=== Work to be completed ===
Your answer should be a single number: the count of lines in the entries below that contain "safety".

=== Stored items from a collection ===

◇ ◇ ◇ ◇ ◇ ◇ ◇

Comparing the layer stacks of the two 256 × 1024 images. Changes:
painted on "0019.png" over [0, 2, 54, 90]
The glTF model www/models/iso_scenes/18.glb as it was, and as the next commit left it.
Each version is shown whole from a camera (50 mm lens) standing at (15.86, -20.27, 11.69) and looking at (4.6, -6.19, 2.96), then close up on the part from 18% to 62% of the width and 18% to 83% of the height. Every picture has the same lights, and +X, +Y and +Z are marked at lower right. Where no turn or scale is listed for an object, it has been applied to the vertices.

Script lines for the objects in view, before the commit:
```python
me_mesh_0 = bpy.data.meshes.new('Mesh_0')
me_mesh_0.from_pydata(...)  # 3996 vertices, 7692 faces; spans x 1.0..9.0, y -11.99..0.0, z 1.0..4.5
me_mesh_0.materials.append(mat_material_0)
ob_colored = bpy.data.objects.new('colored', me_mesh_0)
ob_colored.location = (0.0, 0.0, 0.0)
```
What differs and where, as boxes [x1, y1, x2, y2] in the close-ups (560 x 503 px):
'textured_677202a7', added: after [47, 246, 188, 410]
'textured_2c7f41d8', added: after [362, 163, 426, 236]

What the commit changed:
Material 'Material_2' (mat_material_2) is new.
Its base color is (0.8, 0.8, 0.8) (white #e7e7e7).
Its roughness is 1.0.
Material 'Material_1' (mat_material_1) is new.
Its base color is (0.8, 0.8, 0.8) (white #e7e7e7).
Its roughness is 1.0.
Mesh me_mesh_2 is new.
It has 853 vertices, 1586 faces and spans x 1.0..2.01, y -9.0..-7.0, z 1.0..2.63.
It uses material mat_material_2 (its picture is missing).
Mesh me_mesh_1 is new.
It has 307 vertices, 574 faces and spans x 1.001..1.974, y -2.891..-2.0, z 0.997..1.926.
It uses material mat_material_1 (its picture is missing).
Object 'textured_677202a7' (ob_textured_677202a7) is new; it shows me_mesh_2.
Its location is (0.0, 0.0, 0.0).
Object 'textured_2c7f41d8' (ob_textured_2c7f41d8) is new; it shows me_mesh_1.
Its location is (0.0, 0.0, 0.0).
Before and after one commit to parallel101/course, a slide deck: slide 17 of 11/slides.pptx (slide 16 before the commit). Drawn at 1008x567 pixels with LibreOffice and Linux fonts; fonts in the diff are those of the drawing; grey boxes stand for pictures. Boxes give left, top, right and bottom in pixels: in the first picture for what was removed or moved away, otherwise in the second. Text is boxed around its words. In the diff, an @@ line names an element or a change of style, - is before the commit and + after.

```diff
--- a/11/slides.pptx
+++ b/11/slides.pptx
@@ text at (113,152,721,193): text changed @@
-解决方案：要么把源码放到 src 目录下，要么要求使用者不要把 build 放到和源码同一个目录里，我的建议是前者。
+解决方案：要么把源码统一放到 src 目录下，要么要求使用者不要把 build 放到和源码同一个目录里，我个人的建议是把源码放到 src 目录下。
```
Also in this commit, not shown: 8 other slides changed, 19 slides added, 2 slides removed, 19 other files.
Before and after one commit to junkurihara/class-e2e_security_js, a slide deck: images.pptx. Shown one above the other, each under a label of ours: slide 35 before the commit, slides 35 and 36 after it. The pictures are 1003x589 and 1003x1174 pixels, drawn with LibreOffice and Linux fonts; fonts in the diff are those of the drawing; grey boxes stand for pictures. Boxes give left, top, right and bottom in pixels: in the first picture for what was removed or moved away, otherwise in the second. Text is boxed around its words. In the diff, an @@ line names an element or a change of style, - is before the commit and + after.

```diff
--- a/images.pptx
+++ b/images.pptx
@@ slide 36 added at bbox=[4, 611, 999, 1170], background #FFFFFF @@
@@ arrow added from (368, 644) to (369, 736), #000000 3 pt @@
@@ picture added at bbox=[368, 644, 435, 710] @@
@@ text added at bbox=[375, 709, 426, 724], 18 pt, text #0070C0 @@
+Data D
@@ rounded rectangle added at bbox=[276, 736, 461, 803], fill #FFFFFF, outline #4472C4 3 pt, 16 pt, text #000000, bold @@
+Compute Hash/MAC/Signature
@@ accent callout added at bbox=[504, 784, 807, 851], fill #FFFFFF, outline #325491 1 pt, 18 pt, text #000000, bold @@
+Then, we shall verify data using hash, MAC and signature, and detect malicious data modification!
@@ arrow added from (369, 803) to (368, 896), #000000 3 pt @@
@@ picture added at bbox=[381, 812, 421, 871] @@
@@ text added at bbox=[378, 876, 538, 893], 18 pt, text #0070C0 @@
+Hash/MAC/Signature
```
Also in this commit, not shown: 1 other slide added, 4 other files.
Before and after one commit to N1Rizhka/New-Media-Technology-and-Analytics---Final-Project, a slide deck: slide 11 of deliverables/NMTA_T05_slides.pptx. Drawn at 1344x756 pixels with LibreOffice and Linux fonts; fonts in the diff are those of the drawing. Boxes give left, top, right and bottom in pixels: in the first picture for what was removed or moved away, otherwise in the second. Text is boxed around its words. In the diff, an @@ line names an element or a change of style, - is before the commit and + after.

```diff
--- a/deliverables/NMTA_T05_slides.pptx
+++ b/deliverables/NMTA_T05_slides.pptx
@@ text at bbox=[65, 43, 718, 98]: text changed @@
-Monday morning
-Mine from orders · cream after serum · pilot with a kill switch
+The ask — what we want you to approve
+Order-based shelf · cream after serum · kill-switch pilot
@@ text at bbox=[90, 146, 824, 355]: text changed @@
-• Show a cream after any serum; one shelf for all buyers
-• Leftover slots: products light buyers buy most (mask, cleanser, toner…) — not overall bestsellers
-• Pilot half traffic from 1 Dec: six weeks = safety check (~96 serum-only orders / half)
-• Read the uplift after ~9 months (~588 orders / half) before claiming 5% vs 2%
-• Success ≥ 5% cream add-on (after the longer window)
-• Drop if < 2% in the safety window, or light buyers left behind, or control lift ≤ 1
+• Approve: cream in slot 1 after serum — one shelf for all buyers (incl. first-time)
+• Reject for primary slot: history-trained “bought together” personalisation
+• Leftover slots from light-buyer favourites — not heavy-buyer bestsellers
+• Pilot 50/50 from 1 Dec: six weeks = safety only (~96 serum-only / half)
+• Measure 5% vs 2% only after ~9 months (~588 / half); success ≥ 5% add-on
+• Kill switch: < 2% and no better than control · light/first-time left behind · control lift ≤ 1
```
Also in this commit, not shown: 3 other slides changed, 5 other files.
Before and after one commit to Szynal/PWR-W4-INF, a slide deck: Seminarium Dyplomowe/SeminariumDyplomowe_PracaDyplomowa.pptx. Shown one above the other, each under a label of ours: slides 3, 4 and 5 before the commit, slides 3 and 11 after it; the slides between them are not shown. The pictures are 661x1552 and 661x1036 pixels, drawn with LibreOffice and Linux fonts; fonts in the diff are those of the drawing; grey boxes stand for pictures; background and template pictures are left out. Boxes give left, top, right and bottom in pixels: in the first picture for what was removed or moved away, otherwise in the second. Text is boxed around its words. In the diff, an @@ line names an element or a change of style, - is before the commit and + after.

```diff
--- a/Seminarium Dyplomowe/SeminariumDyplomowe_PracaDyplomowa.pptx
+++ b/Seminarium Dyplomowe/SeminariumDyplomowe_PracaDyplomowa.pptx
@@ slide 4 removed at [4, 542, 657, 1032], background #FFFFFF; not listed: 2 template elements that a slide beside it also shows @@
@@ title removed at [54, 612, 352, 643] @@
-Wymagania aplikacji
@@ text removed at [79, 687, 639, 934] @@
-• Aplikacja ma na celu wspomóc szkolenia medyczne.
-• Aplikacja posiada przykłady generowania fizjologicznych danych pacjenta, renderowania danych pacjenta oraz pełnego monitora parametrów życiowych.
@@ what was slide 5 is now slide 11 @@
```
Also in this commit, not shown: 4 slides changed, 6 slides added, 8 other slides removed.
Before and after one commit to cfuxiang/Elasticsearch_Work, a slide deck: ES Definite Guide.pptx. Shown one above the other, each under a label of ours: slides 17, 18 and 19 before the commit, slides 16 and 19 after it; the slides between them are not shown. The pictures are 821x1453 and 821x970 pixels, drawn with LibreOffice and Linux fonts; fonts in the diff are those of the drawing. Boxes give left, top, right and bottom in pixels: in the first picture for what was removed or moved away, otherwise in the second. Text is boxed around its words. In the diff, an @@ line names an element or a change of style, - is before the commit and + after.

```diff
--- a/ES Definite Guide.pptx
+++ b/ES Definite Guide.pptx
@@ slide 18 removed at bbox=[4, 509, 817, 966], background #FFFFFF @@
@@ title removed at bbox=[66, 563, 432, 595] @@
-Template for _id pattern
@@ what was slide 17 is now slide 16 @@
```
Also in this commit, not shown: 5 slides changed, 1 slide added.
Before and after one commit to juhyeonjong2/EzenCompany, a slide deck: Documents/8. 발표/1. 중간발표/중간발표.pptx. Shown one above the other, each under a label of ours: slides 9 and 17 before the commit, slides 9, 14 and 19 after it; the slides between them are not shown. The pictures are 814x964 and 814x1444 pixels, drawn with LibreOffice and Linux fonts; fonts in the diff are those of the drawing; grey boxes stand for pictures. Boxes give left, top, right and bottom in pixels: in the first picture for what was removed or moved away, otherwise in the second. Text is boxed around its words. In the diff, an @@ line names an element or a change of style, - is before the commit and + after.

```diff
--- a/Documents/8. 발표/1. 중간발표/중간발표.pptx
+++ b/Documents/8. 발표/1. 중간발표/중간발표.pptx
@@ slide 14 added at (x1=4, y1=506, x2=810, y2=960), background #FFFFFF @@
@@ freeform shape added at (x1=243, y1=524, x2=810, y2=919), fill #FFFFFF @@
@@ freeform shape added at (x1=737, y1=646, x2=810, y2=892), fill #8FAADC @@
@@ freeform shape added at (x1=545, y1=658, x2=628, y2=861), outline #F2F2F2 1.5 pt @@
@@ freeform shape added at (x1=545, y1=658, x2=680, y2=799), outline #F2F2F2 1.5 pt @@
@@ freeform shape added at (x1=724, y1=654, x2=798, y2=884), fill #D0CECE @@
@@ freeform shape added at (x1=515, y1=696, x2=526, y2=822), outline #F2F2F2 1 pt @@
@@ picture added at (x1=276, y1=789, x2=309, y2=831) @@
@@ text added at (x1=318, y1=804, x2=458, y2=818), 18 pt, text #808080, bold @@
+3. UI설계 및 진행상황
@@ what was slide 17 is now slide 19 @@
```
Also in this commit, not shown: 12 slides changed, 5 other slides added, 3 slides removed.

◇ ◇ ◇ ◇ ◇ ◇ ◇

=== Reply ===
3